• **What you are asked to do**
Check each line of the data, and copy those where "services" appears.

• **Saved entries**
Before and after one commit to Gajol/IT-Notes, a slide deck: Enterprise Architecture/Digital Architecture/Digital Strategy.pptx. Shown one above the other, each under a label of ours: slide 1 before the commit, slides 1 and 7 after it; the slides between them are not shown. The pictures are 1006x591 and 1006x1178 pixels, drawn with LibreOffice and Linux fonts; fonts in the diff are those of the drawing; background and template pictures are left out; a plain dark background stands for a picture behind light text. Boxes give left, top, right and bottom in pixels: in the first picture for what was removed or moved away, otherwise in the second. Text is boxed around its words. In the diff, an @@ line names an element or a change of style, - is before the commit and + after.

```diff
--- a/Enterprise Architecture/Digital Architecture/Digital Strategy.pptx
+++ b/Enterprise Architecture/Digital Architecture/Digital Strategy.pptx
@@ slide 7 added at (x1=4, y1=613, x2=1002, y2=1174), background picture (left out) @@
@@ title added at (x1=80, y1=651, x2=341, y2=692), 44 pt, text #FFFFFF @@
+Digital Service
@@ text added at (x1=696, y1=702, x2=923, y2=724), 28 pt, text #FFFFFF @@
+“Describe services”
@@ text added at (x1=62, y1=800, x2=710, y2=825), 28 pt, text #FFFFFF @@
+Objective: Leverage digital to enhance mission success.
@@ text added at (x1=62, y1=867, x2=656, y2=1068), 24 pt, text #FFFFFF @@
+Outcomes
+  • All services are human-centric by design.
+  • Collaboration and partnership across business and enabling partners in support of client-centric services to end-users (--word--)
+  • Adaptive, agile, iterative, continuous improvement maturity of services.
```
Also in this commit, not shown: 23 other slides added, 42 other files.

---

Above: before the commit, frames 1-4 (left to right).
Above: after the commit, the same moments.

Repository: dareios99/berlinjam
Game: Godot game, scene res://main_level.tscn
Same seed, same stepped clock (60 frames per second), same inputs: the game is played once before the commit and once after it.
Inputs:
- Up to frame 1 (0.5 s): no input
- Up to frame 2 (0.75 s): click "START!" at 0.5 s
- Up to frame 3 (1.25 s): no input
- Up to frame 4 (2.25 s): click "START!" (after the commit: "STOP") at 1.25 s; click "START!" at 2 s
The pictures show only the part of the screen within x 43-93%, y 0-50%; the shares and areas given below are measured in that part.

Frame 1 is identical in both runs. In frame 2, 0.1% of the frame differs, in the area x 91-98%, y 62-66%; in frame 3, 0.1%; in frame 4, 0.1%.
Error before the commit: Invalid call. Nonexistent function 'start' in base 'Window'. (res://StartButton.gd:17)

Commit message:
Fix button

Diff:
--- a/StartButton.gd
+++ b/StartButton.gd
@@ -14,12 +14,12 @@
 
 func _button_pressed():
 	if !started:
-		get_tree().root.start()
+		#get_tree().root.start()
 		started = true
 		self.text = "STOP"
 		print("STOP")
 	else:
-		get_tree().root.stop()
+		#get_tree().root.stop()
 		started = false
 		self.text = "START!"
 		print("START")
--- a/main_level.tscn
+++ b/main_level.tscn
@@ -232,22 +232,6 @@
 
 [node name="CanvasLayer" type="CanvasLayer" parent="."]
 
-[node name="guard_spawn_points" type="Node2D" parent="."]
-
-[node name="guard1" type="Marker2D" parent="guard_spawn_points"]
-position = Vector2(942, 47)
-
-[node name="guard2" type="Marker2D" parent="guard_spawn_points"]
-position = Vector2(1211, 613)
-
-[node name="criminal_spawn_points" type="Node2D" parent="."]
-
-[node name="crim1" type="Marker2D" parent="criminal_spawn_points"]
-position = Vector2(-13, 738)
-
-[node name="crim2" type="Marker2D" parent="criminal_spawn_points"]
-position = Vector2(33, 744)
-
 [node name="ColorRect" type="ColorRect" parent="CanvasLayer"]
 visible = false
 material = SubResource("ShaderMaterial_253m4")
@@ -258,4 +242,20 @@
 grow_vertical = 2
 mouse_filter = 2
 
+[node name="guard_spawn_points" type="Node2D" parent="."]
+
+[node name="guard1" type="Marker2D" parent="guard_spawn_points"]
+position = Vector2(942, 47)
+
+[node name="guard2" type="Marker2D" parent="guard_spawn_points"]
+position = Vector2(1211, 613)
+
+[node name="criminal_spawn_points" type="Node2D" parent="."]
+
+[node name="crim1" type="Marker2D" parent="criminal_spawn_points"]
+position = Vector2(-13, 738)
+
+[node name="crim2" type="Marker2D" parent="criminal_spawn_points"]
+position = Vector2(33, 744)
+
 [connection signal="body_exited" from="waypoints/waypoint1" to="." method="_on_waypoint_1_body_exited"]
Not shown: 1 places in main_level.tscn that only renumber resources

• **Output for this task**
+“Describe services”
+  • All services are human-centric by design.
+  • Collaboration and partnership across business and enabling partners in support of client-centric services to end-users (--word--)
+  • Adaptive, agile, iterative, continuous improvement maturity of services.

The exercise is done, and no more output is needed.